The “.epub” standard is what we’re moving into next. So the IDPF has just named DAISY as the maintenance organization for the “.epub” standard. And strategically what we want to do is to make sure that as the standard evolves and grows, it remains accessible.

 

We’re still having trouble in a lot of areas. You’ve heard of the Author’s Guild controversy? They want to turn off TTS (text-to-speech). So I helped bring people together, the Reading Rights Coalition. Now there’s like 32 different organizations screaming about this.

 

This is mind-boggling to me. The “.epub” standard from the beginning has had clauses in there saying, “This is XML content that the reading system will render and we’re presentation agnostic.
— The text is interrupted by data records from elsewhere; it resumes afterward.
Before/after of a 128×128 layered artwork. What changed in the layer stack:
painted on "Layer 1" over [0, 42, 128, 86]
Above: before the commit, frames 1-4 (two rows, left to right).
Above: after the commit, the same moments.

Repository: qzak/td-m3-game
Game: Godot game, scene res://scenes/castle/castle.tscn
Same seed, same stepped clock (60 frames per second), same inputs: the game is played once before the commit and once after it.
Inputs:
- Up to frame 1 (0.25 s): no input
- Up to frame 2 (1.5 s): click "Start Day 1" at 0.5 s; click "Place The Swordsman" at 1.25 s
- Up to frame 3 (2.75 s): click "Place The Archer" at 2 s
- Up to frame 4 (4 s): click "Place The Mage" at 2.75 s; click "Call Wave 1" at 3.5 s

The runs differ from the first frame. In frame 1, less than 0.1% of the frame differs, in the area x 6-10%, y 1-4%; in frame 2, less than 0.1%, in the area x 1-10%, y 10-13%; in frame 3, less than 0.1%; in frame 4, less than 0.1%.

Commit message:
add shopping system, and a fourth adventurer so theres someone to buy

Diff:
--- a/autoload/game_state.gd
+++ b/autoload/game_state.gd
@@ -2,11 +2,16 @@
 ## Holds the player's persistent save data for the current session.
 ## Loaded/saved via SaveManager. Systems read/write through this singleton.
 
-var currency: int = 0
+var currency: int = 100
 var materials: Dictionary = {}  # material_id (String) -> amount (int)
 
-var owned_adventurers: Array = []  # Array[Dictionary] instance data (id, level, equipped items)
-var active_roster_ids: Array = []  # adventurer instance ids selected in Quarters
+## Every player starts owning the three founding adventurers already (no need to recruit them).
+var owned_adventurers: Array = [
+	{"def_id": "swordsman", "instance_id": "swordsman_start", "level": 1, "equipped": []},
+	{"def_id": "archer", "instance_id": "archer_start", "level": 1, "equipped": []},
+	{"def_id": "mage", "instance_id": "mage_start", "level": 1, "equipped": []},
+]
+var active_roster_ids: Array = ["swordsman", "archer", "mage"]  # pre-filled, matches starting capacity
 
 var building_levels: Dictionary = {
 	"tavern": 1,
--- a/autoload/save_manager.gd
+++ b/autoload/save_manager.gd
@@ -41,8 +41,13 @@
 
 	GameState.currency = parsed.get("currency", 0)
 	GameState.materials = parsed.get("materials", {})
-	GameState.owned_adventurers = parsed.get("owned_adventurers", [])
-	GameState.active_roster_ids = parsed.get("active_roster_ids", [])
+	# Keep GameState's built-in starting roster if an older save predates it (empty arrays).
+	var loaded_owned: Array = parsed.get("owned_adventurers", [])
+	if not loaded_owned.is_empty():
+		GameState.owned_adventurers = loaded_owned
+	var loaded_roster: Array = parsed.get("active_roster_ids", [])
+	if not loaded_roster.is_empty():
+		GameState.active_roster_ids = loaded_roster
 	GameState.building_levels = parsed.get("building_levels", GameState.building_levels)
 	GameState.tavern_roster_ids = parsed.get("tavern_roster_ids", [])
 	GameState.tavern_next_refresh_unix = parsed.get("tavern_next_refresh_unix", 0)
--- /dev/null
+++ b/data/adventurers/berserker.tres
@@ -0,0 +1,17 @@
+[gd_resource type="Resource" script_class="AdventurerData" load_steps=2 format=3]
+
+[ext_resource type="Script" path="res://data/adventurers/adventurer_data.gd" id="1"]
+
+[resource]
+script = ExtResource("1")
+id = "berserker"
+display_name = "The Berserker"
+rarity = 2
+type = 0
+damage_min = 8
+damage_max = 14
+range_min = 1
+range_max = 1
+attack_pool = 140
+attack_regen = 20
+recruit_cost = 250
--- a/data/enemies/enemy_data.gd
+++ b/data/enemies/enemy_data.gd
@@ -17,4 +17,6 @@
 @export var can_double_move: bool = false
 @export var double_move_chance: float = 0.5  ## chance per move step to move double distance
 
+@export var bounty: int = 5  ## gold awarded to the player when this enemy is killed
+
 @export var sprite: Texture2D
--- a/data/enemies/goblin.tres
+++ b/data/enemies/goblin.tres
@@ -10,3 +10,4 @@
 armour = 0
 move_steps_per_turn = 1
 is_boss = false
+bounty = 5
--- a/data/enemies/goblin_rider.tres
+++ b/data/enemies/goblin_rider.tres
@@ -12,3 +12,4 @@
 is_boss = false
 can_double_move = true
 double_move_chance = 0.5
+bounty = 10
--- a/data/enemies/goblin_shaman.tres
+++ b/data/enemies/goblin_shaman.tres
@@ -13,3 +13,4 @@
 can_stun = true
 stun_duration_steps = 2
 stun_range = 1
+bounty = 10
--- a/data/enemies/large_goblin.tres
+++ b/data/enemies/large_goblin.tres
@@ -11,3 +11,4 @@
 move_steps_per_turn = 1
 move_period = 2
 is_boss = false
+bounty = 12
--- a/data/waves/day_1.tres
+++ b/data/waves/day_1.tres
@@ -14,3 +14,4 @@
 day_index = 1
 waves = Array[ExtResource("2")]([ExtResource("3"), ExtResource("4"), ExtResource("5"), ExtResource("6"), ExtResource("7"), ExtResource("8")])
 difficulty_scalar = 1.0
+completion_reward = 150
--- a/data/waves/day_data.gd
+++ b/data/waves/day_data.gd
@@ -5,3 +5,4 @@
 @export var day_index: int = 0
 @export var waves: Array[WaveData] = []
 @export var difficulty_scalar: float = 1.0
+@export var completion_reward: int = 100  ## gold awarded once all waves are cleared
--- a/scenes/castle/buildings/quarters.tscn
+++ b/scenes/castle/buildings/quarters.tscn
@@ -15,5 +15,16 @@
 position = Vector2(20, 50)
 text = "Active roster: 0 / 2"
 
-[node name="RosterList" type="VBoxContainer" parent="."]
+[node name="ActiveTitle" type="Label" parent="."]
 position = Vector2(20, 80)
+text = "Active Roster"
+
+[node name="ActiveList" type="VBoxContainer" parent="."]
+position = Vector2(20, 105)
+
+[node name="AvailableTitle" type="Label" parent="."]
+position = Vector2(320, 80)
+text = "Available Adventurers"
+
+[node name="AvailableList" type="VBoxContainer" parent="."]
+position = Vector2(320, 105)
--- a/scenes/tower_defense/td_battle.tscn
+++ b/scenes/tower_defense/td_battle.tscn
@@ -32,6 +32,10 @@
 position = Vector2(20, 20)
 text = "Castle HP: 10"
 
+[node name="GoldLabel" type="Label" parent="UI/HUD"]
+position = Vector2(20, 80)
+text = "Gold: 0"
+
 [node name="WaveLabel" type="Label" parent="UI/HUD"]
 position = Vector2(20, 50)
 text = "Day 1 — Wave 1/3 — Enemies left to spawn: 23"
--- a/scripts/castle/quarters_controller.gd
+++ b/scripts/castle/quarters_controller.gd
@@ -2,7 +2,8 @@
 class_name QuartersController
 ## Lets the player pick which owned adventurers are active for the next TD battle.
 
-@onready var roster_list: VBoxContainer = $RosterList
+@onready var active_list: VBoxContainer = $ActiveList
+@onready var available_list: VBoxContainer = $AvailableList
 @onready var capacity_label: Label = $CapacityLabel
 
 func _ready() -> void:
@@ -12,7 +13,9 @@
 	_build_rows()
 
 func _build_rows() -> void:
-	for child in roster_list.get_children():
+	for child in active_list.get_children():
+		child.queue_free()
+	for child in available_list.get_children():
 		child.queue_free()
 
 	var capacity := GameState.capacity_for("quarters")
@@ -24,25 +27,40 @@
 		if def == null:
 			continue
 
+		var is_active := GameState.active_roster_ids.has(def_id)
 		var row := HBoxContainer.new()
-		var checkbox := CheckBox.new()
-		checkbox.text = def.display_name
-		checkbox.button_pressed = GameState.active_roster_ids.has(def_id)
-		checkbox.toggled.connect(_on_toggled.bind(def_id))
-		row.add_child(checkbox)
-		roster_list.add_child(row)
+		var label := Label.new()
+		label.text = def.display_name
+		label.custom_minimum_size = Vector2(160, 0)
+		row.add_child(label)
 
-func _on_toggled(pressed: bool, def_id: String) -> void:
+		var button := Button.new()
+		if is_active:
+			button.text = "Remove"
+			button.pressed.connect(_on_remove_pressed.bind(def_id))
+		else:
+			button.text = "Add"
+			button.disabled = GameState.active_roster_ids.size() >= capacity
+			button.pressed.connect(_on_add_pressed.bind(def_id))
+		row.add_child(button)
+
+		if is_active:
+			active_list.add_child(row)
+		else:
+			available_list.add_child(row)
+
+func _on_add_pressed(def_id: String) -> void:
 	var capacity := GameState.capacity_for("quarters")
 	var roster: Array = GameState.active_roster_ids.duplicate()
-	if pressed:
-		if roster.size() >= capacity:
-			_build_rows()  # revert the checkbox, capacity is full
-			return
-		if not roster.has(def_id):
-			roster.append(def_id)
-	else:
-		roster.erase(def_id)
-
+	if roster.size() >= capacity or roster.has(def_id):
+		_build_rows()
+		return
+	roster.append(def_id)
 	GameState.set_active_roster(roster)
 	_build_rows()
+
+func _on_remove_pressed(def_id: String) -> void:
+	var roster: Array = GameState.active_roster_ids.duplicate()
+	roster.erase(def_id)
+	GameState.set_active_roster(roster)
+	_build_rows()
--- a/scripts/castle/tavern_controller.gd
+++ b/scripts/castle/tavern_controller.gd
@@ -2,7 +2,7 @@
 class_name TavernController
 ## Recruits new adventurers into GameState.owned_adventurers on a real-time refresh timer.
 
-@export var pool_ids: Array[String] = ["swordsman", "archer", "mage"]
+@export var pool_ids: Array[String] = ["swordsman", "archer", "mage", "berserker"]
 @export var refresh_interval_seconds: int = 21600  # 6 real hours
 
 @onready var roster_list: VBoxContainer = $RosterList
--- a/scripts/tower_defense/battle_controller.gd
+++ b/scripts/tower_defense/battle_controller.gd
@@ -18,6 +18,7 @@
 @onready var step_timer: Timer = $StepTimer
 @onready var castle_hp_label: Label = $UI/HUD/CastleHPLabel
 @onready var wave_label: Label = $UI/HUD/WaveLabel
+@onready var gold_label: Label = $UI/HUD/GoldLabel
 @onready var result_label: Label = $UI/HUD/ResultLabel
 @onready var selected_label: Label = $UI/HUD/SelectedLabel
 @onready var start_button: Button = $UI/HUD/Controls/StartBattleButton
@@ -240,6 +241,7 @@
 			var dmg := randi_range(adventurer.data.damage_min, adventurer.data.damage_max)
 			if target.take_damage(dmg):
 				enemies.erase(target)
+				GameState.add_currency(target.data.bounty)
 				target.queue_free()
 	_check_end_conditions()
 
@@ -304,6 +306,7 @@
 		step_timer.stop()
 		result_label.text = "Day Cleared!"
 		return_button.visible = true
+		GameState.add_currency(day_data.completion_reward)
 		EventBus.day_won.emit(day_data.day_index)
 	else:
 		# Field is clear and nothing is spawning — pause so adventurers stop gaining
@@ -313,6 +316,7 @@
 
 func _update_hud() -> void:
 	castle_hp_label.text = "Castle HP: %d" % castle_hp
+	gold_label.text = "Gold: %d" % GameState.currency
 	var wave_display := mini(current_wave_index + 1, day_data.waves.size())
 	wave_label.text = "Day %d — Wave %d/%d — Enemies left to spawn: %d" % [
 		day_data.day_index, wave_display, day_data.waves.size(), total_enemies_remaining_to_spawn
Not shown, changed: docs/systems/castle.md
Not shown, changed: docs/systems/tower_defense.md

We do fully anticipate that synthetic speech, refreshable Braille and other methods of access are going to be used by people, not only the visual presentation of fonts and things.” … I’m not sure [the authors] can do this. I think that when you’re buying an e-book, you’re not buying a particular presentation, you’re buying the e-book and it can be presented to you in any way you want.

 

Kindle has TTS built into it, but every PC has TTS built into it, too. And there’s lots of different “.epub” readers out there. So, what are the authors saying? You’re going to turn off TTS on all digital publications? That’s crazy.

 

The other obstacle is that most companies never think about anything besides a fully sighted person when they’re building their system. … [We’ve made some visits to universities that are considering the work of publishers that is totally inaccessible.] I would like to see universities just stop buying things that are not accessible.